Start of Entries shown

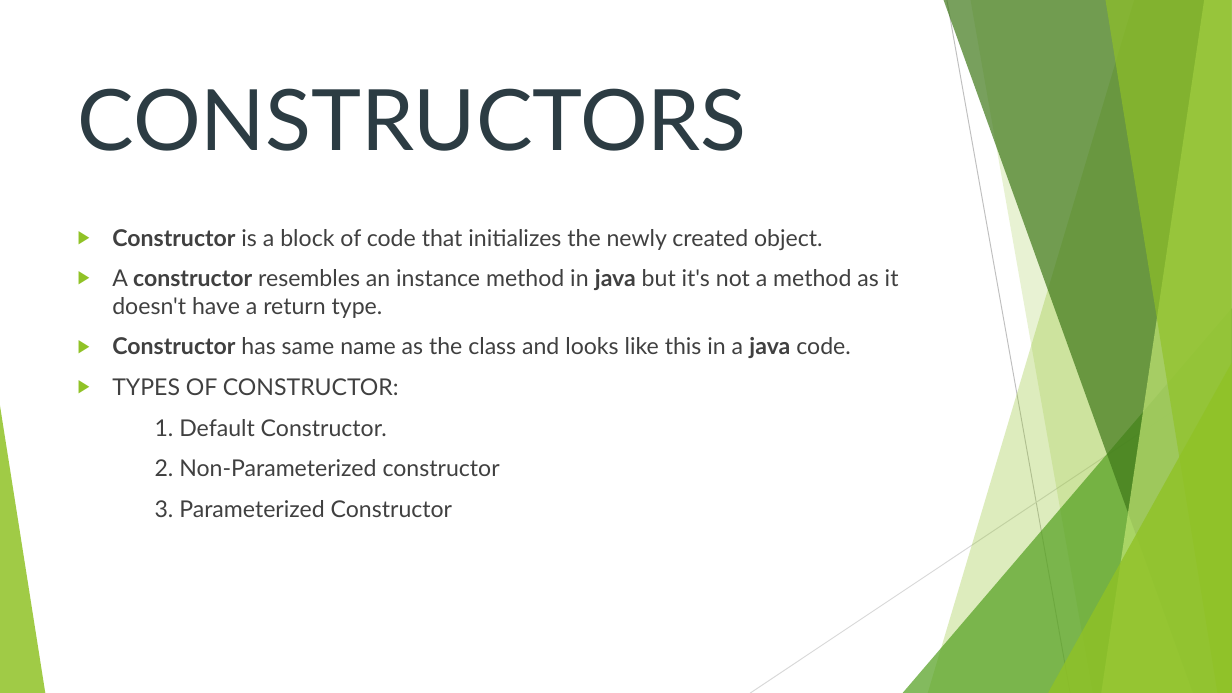
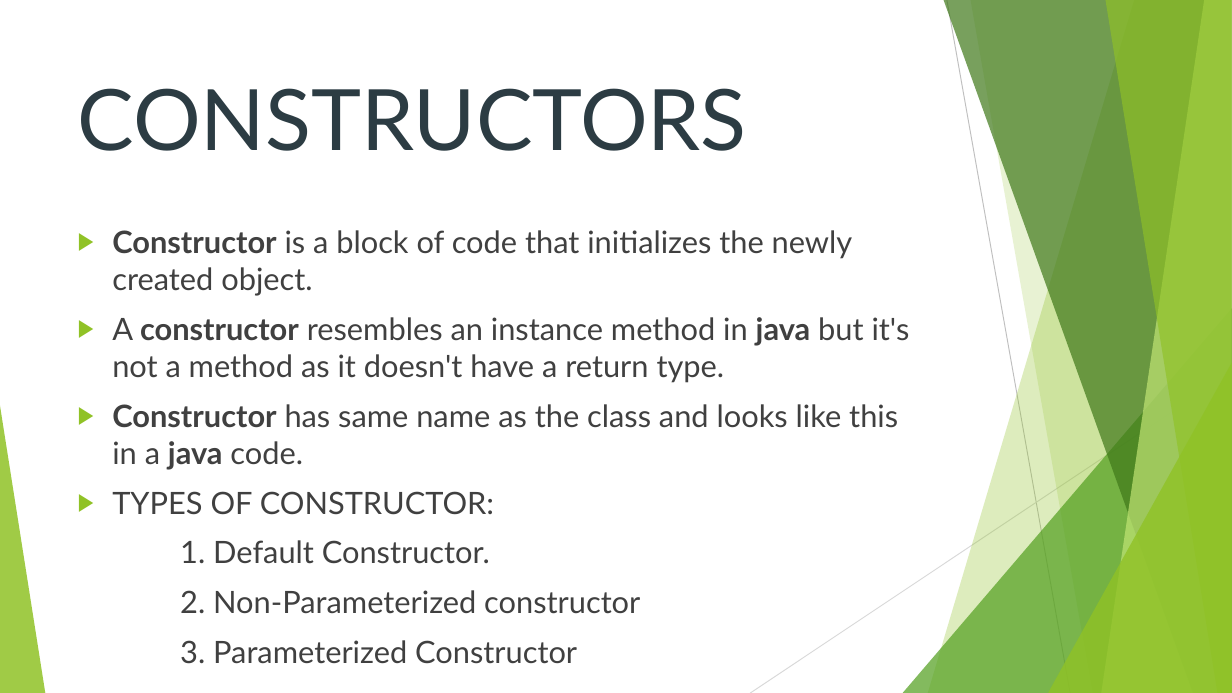
Before and after one commit to shivamsingh7455/DataStructure, a slide deck: slide 6 of Presentation 1.pptx. Drawn at 1232x693 pixels with LibreOffice and Linux fonts; fonts in the diff are those of the drawing. Boxes give left, top, right and bottom in pixels: in the first picture for what was removed or moved away, otherwise in the second. Text is boxed around its words. In the diff, an @@ line names an element or a change of style, - is before the commit and + after.

```diff
--- a/Presentation 1.pptx
+++ b/Presentation 1.pptx
@@ text "Constructor is a block of ..." at box(112, 230, 910, 614): size 18 to 24 pt @@
```
Also in this commit, not shown: 4 other slides changed, 3 slides added, 2 slides removed.

End of Entries shown

* About this exercise *
Leave the pictures out and reproduce each record exactly as written.

* Output of the exercise *
Before and after one commit to shivamsingh7455/DataStructure, a slide deck: slide 6 of Presentation 1.pptx. Drawn at 1232x693 pixels with LibreOffice and Linux fonts; fonts in the diff are those of the drawing. Boxes give left, top, right and bottom in pixels: in the first picture for what was removed or moved away, otherwise in the second. Text is boxed around its words. In the diff, an @@ line names an element or a change of style, - is before the commit and + after.

```diff
--- a/Presentation 1.pptx
+++ b/Presentation 1.pptx
@@ text "Constructor is a block of ..." at box(112, 230, 910, 614): size 18 to 24 pt @@
```
Also in this commit, not shown: 4 other slides changed, 3 slides added, 2 slides removed.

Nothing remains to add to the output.